→ **Exercise requirements**: Below is a block of records. Copy every line in it that contains the word "instanceof".

[[ Data excerpts open ]]

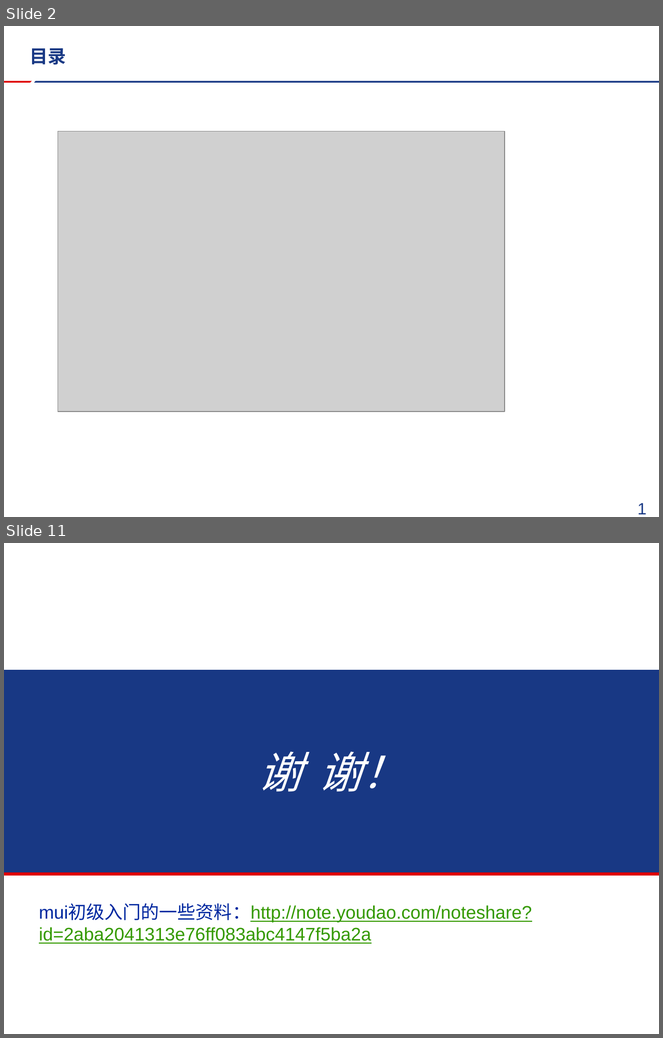
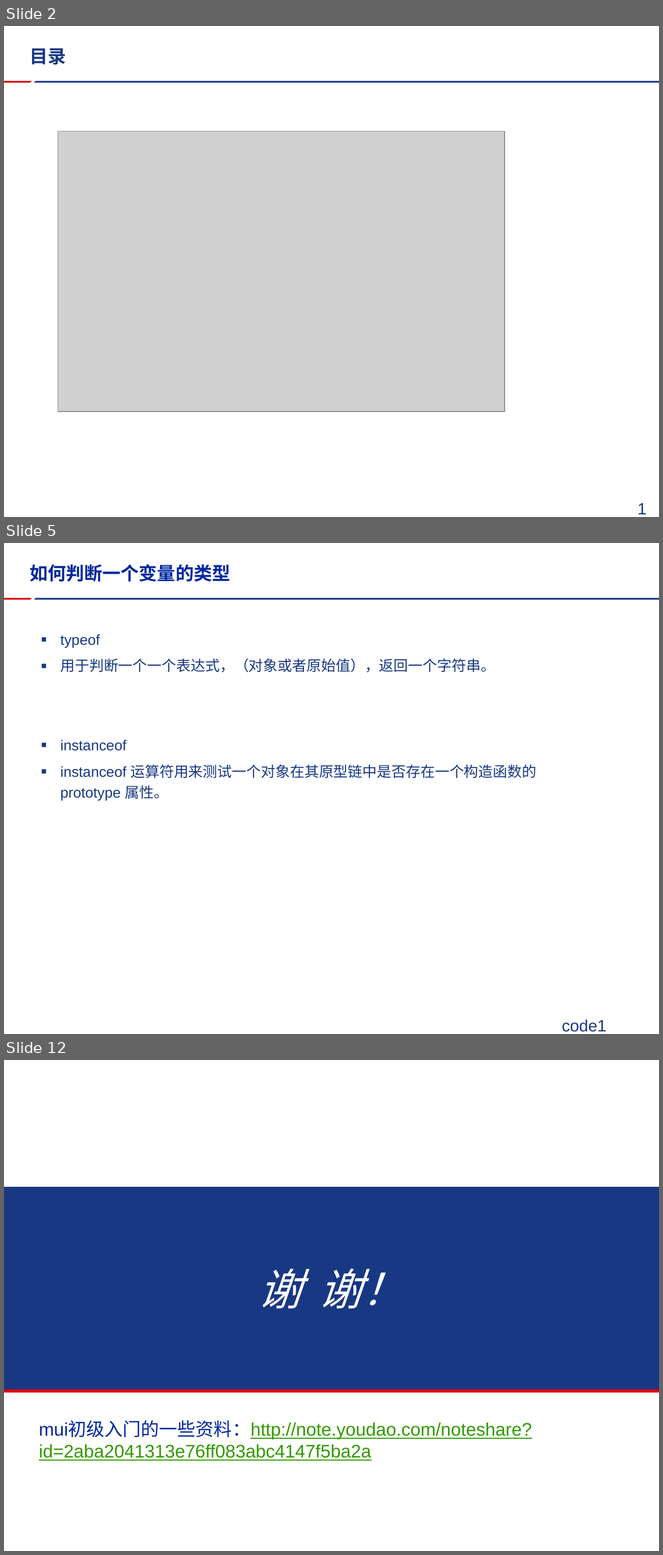
Before and after one commit to FireSmallPanda/swdt, a slide deck: javascript技术分享/mui以及推送分享.pptx. Shown one above the other, each under a label of ours: slides 2 and 11 before the commit, slides 2, 5 and 12 after it; the slides between them are not shown. The pictures are 663x1038 and 663x1555 pixels, drawn with LibreOffice and Linux fonts; fonts in the diff are those of the drawing; grey boxes stand for pictures; background and template pictures are left out. Boxes give left, top, right and bottom in pixels: in the first picture for what was removed or moved away, otherwise in the second. Text is boxed around its words. In the diff, an @@ line names an element or a change of style, - is before the commit and + after.

```diff
--- a/javascript技术分享/mui以及推送分享.pptx
+++ b/javascript技术分享/mui以及推送分享.pptx
@@ slide 5 added at <box>4,543,659,1034</box>, background #FFFFFF; not listed: 2 template elements that a slide beside it also shows @@
@@ title added at <box>30,564,231,582</box>, 20 pt, text #00279F, bold @@
+如何判断一个变量的类型
@@ text added at <box>60,634,536,800</box>, 16 pt, text #183884 @@
+▪ typeof
+▪ 用于判断一个一个表达式，（对象或者原始值），返回一个字符串。
+▪ instanceof
+▪ instanceof 运算符用来测试一个对象在其原型链中是否存在一个构造函数的 prototype 属性。
@@ text added at <box>562,1020,607,1032</box>, 18 pt, text #183884 @@
+code1
@@ what was slide 11 is now slide 12 @@
```
Also in this commit, not shown: 2 slides changed, 6 other slides added, 6 slides removed, 1 other file.

[[ Data excerpts closed ]]

→ **Response**:
+▪ instanceof
+▪ instanceof 运算符用来测试一个对象在其原型链中是否存在一个构造函数的 prototype 属性。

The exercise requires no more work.